▸ Problem statement:
All lines from the top of the records below through the line holding "NOTCH_LENGTH = 23.0", and only those, should be printed exactly, minus the pictures.

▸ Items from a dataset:
+===+
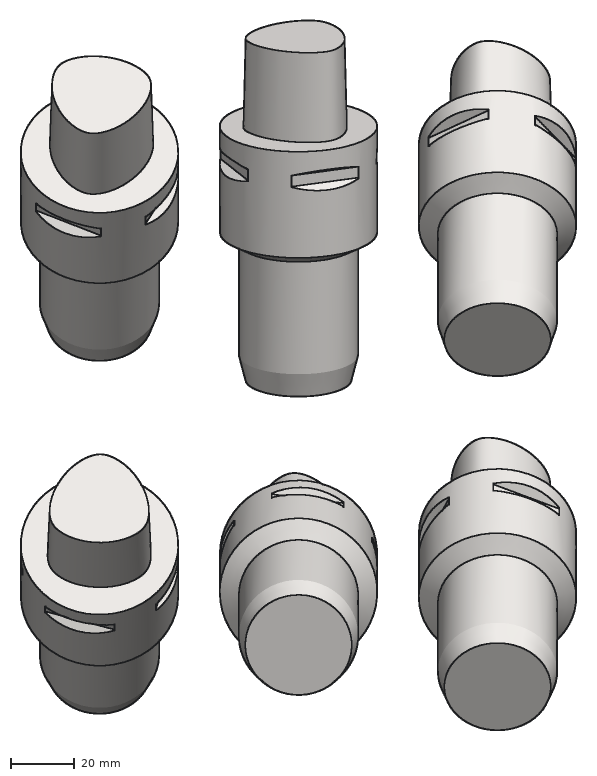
import cadquery as cq
import math

TOTAL_HEIGHT = 115.0
COLLAR_TOP = 85.1
COLLAR_BOTTOM = 49.5
SHANK_TOP = 46.0
NOSE_HEIGHT = 8.3

COLLAR_RADIUS = 50.0 / 2
SHANK_RADIUS = 38.0 / 2
NOSE_END_RADIUS = 16.9

POLYGON_BASE_RADIUS = 16.5
POLYGON_TOP_RADIUS = 15.8
LOBE_HEIGHT = 1.2
LOBE_COUNT = 3
OUTLINE_POINTS = 72

NOTCH_COUNT = 4
NOTCH_FIRST_ANGLE = 45.0
NOTCH_CENTER_HEIGHT = 75.1
NOTCH_FLOOR_DISTANCE = 22.0
NOTCH_LENGTH = 23.0
NOTCH_FLOOR_HEIGHT = 3.7
NOTCH_MOUTH_HEIGHT = 6.9


def round_body():
    """Collar, shank and tapered nose, revolved about Z."""
    return (
        cq.Workplane("XZ")
        .lineTo(NOSE_END_RADIUS, 0)
        .lineTo(SHANK_RADIUS, NOSE_HEIGHT)
        .lineTo(SHANK_RADIUS, SHANK_TOP)
        .lineTo(COLLAR_RADIUS, COLLAR_BOTTOM)
        .lineTo(COLLAR_RADIUS, COLLAR_TOP)
        .lineTo(0, COLLAR_TOP)
        .close()
        .revolve(360, (0, 0), (0, 1))
    )


def polygon_outline(mean_radius, height):
    """Closed constant-width curve with one lobe toward +Y, starting on -Y.

    The tangent at each angle lies at a distance from the axis that swings by
    LOBE_HEIGHT either side of mean_radius.
    """

    def point(fraction):
        angle = 2 * math.pi * fraction - math.pi / 2
        phase = LOBE_COUNT * (angle - math.pi / 2)
        distance = mean_radius + LOBE_HEIGHT * math.cos(phase)
        slope = -LOBE_COUNT * LOBE_HEIGHT * math.sin(phase)
        return cq.Vector(
            distance * math.cos(angle) - slope * math.sin(angle),
            distance * math.sin(angle) + slope * math.cos(angle),
            height,
        )

    points = [point(i / OUTLINE_POINTS) for i in range(OUTLINE_POINTS)]
    return cq.Wire.assembleEdges([cq.Edge.makeSpline(points, periodic=True)])


def polygon_shank():
    base = polygon_outline(POLYGON_BASE_RADIUS, COLLAR_TOP)
    top = polygon_outline(POLYGON_TOP_RADIUS, TOTAL_HEIGHT)
    return cq.Workplane(cq.Solid.makeLoft([base, top], True))


def gripper_notch():
    """Straight flared groove in the +X side of the collar."""
    floor_half = NOTCH_FLOOR_HEIGHT / 2
    mouth_half = NOTCH_MOUTH_HEIGHT / 2
    return (
        cq.Workplane("XZ")
        .polyline([
            (NOTCH_FLOOR_DISTANCE, NOTCH_CENTER_HEIGHT - floor_half),
            (COLLAR_RADIUS, NOTCH_CENTER_HEIGHT - mouth_half),
            (COLLAR_RADIUS, NOTCH_CENTER_HEIGHT + mouth_half),
            (NOTCH_FLOOR_DISTANCE, NOTCH_CENTER_HEIGHT + floor_half),
        ])
        .close()
        .extrude(NOTCH_LENGTH / 2, both=True)
    )


result = round_body().union(polygon_shank())
for index in range(NOTCH_COUNT):
    notch_angle = NOTCH_FIRST_ANGLE + index * 360 / NOTCH_COUNT
    result = result.cut(gripper_notch().rotate((0, 0, 0), (0, 0, 1), notch_angle))
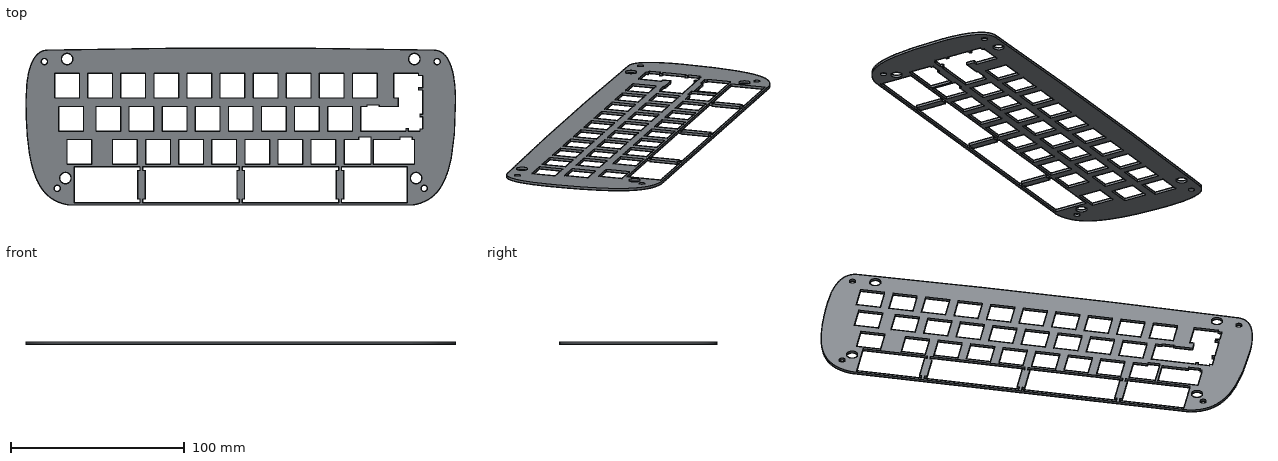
import cadquery as cq

LENGTH = 247.5
WIDTH = 90.5
THICKNESS = 1.5

HALF_LENGTH = LENGTH / 2
HALF_WIDTH = WIDTH / 2

WAIST_Y = 14.8
BACK_CORNER = (111.4, 44.0)
BACK_HANDLE = (119.8, 43.8)
BACK_WAIST_HANDLE_Y = 32.5
FRONT_CORNER_X = 99.0
FRONT_HANDLE = (116.3, -42.5)
FRONT_WAIST_HANDLE_Y = -27.0

PITCH = 19.0
KEY = 14.0
HALF_KEY = KEY / 2
HOME_ROW_Y = 4.5
TOP_ROW_Y = HOME_ROW_Y + PITCH
LOW_ROW_Y = HOME_ROW_Y - PITCH

SHIFT_LEFT_COLUMN = 3.5
SHIFT_RIGHT_COLUMN = 5 - 1 / 8
SHIFT_SLOTS_COLUMN = 4 + 3 / 8
ENTER_TOP_COLUMN = 5
ENTER_HOME_COLUMN = 4

TOP_ROW_COLUMNS = [-5 - 1 / 4 + i for i in range(10)]
HOME_ROW_COLUMNS = [-5 - 1 / 8] + [-4 + i for i in range(8)]
LOW_ROW_COLUMNS = [-5 + 1 / 8] + [-3.5 + i for i in range(7)]

SLOT_SPACING = 23.8
SLOT_WIDTH = 7.0
SLOT_REACH = 8.5
RIB = 1.5

ENTER_TOP_X = ENTER_TOP_COLUMN * PITCH
ENTER_HOME_X = ENTER_HOME_COLUMN * PITCH
ENTER_RIGHT = 104.7
ENTER_STEM_LEFT = 90.8
ENTER_FOOT_RIGHT = 103.2
ENTER_RIB_HEIGHT = 1.5
ENTER_SLOT_RISE = 0.7

SPACE_HALF_LENGTH = 95.8
SPACE_BACK_Y = -23.3
SPACE_FRONT_Y = -43.8
BAR_SPACING = 3 * PITCH
BAR_WIDTH = 4.5
BAR_NECK_WIDTH = 1.7
BAR_NECK_LENGTH = 2.0

LARGE_HOLE = 6.5
SMALL_HOLE = 3.5
LARGE_HOLE_PLACES = [(100.0, 38.8), (101.0, -29.7)]
SMALL_HOLE_PLACES = [(113.0, 37.4), (105.7, -35.6)]


def plate_blank():
    """Plate with a slightly bowed back edge and swept ends."""
    back_x, back_y = BACK_CORNER
    waist = (HALF_LENGTH, WAIST_Y)
    back_curve = [
        BACK_CORNER,
        BACK_HANDLE,
        (HALF_LENGTH, BACK_WAIST_HANDLE_Y),
        waist,
    ]
    front_curve = [
        waist,
        (HALF_LENGTH, FRONT_WAIST_HANDLE_Y),
        FRONT_HANDLE,
        (FRONT_CORNER_X, -HALF_WIDTH),
    ]

    def mirrored(points):
        return [(-x, y) for x, y in reversed(points)]

    return (
        cq.Workplane("XY")
        .workplane(offset=-THICKNESS / 2)
        .moveTo(-back_x, back_y)
        .threePointArc((0, HALF_WIDTH), BACK_CORNER)
        .bezier(back_curve)
        .bezier(front_curve)
        .lineTo(-FRONT_CORNER_X, -HALF_WIDTH)
        .bezier(mirrored(front_curve))
        .bezier(mirrored(back_curve))
        .close()
        .extrude(THICKNESS)
    )


def through_box(left, right, bottom, top):
    """Cutter through the plate with the given edges."""
    middle = ((left + right) / 2, (bottom + top) / 2, 0)
    return cq.Workplane("XY").box(right - left, top - bottom, 2 * THICKNESS).translate(middle)


def key_hole(x, y):
    """Square cutter for one key switch."""
    return through_box(x - HALF_KEY, x + HALF_KEY, y - HALF_KEY, y + HALF_KEY)


def key_holes():
    """Cutters for all the single keys."""
    rows = [
        (TOP_ROW_COLUMNS, TOP_ROW_Y),
        (HOME_ROW_COLUMNS, HOME_ROW_Y),
        (LOW_ROW_COLUMNS, LOW_ROW_Y),
    ]
    return [key_hole(column * PITCH, y) for columns, y in rows for column in columns]


def shift_openings():
    """Two openings at the right end of the low row, each with a stabiliser slot."""
    bottom = LOW_ROW_Y - HALF_KEY
    top = LOW_ROW_Y + HALF_KEY
    slot_top = LOW_ROW_Y + SLOT_REACH
    key_left = SHIFT_LEFT_COLUMN * PITCH - HALF_KEY
    key_right = SHIFT_RIGHT_COLUMN * PITCH + HALF_KEY
    middle = SHIFT_SLOTS_COLUMN * PITCH
    near_slot = middle - SLOT_SPACING / 2
    far_slot = middle + SLOT_SPACING / 2
    split = near_slot + SLOT_WIDTH / 2
    return [
        through_box(key_left, split, bottom, top),
        through_box(split + RIB, key_right, bottom, top),
        through_box(near_slot - SLOT_WIDTH / 2, split, LOW_ROW_Y, slot_top),
        through_box(far_slot - SLOT_WIDTH / 2, far_slot + SLOT_WIDTH / 2, LOW_ROW_Y, slot_top),
    ]


def enter_opening():
    """Angled opening across the top and home rows, with stabiliser slots on its right side."""
    top = TOP_ROW_Y + HALF_KEY
    bottom = HOME_ROW_Y - HALF_KEY
    home_top = HOME_ROW_Y + HALF_KEY
    stem_right = ENTER_TOP_X + HALF_KEY
    home_left = ENTER_HOME_X - HALF_KEY

    middle_y = (TOP_ROW_Y + HOME_ROW_Y) / 2
    high_slot = middle_y + SLOT_SPACING / 2
    low_slot = middle_y - SLOT_SPACING / 2
    high_rib_top = high_slot - SLOT_WIDTH / 2
    low_slot_bottom = low_slot - SLOT_WIDTH / 2
    low_rib_bottom = low_slot + SLOT_WIDTH / 2

    flat_slot = ENTER_HOME_X
    rib_right = flat_slot + SLOT_SPACING - SLOT_WIDTH / 2

    return [
        key_hole(ENTER_TOP_X, TOP_ROW_Y),
        through_box(ENTER_STEM_LEFT, stem_right, HOME_ROW_Y, top),
        through_box(home_left, rib_right - RIB, bottom, home_top),
        through_box(home_left, ENTER_FOOT_RIGHT, bottom + ENTER_RIB_HEIGHT, home_top),
        through_box(rib_right, ENTER_FOOT_RIGHT, bottom, home_top),
        through_box(
            flat_slot - SLOT_WIDTH / 2, flat_slot + SLOT_WIDTH / 2,
            HOME_ROW_Y, home_top + ENTER_SLOT_RISE,
        ),
        through_box(stem_right, ENTER_RIGHT, high_rib_top, high_slot + SLOT_WIDTH / 2),
        through_box(stem_right, ENTER_RIGHT, low_rib_bottom + RIB, high_rib_top - RIB),
        through_box(stem_right, ENTER_RIGHT, low_slot_bottom, low_rib_bottom),
    ]


def space_openings():
    """Four openings in the front row, split by three bars that narrow to a neck at each end."""
    half_neck = BAR_NECK_WIDTH / 2
    bar_centres = [-BAR_SPACING, 0, BAR_SPACING]
    lefts = [-SPACE_HALF_LENGTH] + [x + BAR_WIDTH / 2 for x in bar_centres]
    rights = [x - BAR_WIDTH / 2 for x in bar_centres] + [SPACE_HALF_LENGTH]
    openings = [
        through_box(left, right, SPACE_FRONT_Y, SPACE_BACK_Y)
        for left, right in zip(lefts, rights)
    ]
    for x in bar_centres:
        for left, right in [(x - BAR_WIDTH / 2, x - half_neck), (x + half_neck, x + BAR_WIDTH / 2)]:
            openings.append(
                through_box(left, right, SPACE_BACK_Y - BAR_NECK_LENGTH, SPACE_BACK_Y)
            )
            openings.append(
                through_box(left, right, SPACE_FRONT_Y, SPACE_FRONT_Y + BAR_NECK_LENGTH)
            )
    return openings


def round_holes():
    """Cutters for the large and small holes near the four corners."""
    cutters = []
    for diameter, places in [(LARGE_HOLE, LARGE_HOLE_PLACES), (SMALL_HOLE, SMALL_HOLE_PLACES)]:
        both_sides = places + [(-x, y) for x, y in places]
        cutters.append(
            cq.Workplane("XY")
            .workplane(offset=-THICKNESS)
            .pushPoints(both_sides)
            .circle(diameter / 2)
            .extrude(2 * THICKNESS)
        )
    return cutters


result = plate_blank()
for cutter in key_holes() + shift_openings() + enter_opening() + space_openings() + round_holes():
    result = result.cut(cutter)
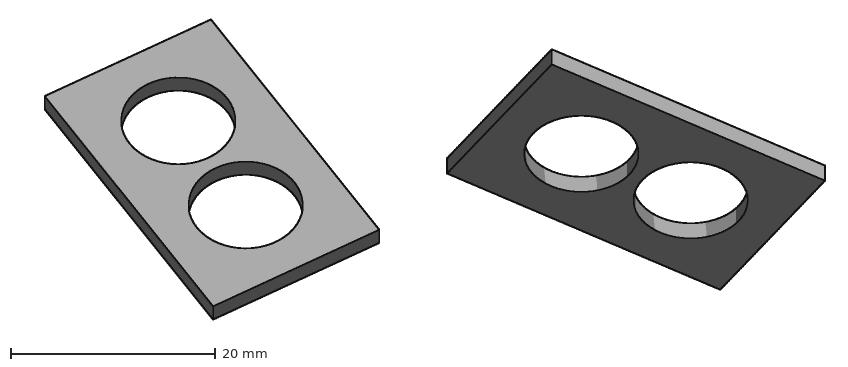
import cadquery as cq

plate_length = 31.75
plate_width = 19.05
plate_thickness = 2.0

hole_diameter = 11.18
hole_spacing = 12.7
hole_count = 2


def make_plate():
    """Flat rectangular plate centred on the origin."""
    return cq.Workplane("XY").box(plate_length, plate_width, plate_thickness)


def cut_holes(plate):
    """Cut the row of round holes through the full thickness."""
    return (
        plate.faces(">Z")
        .workplane()
        .rarray(hole_spacing, plate_width, hole_count, 1)
        .hole(hole_diameter)
    )


result = cut_holes(make_plate())
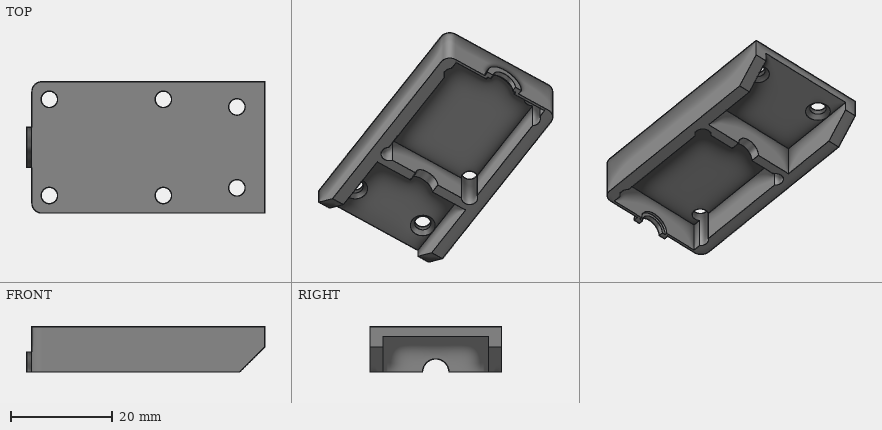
import cadquery as cq

overall_length = 47.0
width = 26.0
height = 9.0

collar_length = 1.0
collar_outer_radius = 4.0
collar_bore_radius = 2.6

corner_radius = 2.0
lid_thickness = 1.97
pocket_width = 20.85
front_wall = 0.5
front_wall_bore_radius = 3.3

cross_wall_start = 27.85
cross_wall_thickness = 1.97

bevel_length = 5.0
bevel_height = 4.95

hole_diameter = 3.2
front_holes = (4.45, 9.5)
middle_holes = (27.0, 9.5)
rear_holes = (41.5, 8.0)
straight_depth = 1.15

body_length = overall_length - collar_length
body_height = height - lid_thickness
countersink_rise = lid_thickness - straight_depth
countersink_diameter = hole_diameter + 2 * countersink_rise


def mirrored_pair(position):
    x, half_spacing = position
    return [(x, -half_spacing), (x, half_spacing)]


def make_block():
    """Full outer block: rounded front corners and a bevelled rear end."""
    block = (
        cq.Workplane("XY")
        .box(body_length, width, height, centered=(False, True, False))
        .translate((collar_length, 0, 0))
        .edges("|Z and <X")
        .fillet(corner_radius)
    )
    bevel = (
        cq.Workplane("XZ")
        .moveTo(overall_length - bevel_length, 0)
        .lineTo(overall_length, 0)
        .lineTo(overall_length, bevel_height)
        .close()
        .extrude(width / 2, both=True)
    )
    return block.cut(bevel)


def make_compartment(start, end):
    """Space under the lid, open at the bottom, between two places along X."""
    return (
        cq.Workplane("XY")
        .box(end - start, pocket_width, body_height, centered=(False, True, False))
        .translate((start, 0, 0))
    )


def half_cylinder(radius, start, end):
    """Upper half of a cylinder lying along X on the bottom plane."""
    return (
        cq.Workplane("YZ", origin=(start, 0, 0))
        .moveTo(-radius, 0)
        .threePointArc((0, radius), (radius, 0))
        .close()
        .extrude(end - start)
    )


def make_holes():
    """Plain screw holes through the full height."""
    centers = mirrored_pair(front_holes) + mirrored_pair(middle_holes) + mirrored_pair(rear_holes)
    return cq.Workplane("XY").pushPoints(centers).circle(hole_diameter / 2).extrude(height)


def make_countersinks():
    """Conical seats under the lid at the rear holes."""
    return (
        cq.Workplane("XY", origin=(0, 0, body_height))
        .pushPoints(mirrored_pair(rear_holes))
        .circle(countersink_diameter / 2)
        .extrude(countersink_rise, taper=45)
    )


front_wall_end = collar_length + front_wall
cross_wall_end = cross_wall_start + cross_wall_thickness

shell = (
    make_block()
    .cut(make_compartment(front_wall_end, cross_wall_start))
    .cut(make_compartment(cross_wall_end, overall_length))
)

collar = half_cylinder(collar_outer_radius, 0, collar_length)
cable_bore = half_cylinder(collar_bore_radius, 0, overall_length)
front_wall_bore = half_cylinder(front_wall_bore_radius, collar_length, front_wall_end)
housing = shell.cut(front_wall_bore).union(collar).cut(cable_bore)

result = housing.cut(make_holes()).cut(make_countersinks())
+===+
▸ Solution:
import cadquery as cq
import math

TOTAL_HEIGHT = 115.0
COLLAR_TOP = 85.1
COLLAR_BOTTOM = 49.5
SHANK_TOP = 46.0
NOSE_HEIGHT = 8.3

COLLAR_RADIUS = 50.0 / 2
SHANK_RADIUS = 38.0 / 2
NOSE_END_RADIUS = 16.9

POLYGON_BASE_RADIUS = 16.5
POLYGON_TOP_RADIUS = 15.8
LOBE_HEIGHT = 1.2
LOBE_COUNT = 3
OUTLINE_POINTS = 72

NOTCH_COUNT = 4
NOTCH_FIRST_ANGLE = 45.0
NOTCH_CENTER_HEIGHT = 75.1
NOTCH_FLOOR_DISTANCE = 22.0
NOTCH_LENGTH = 23.0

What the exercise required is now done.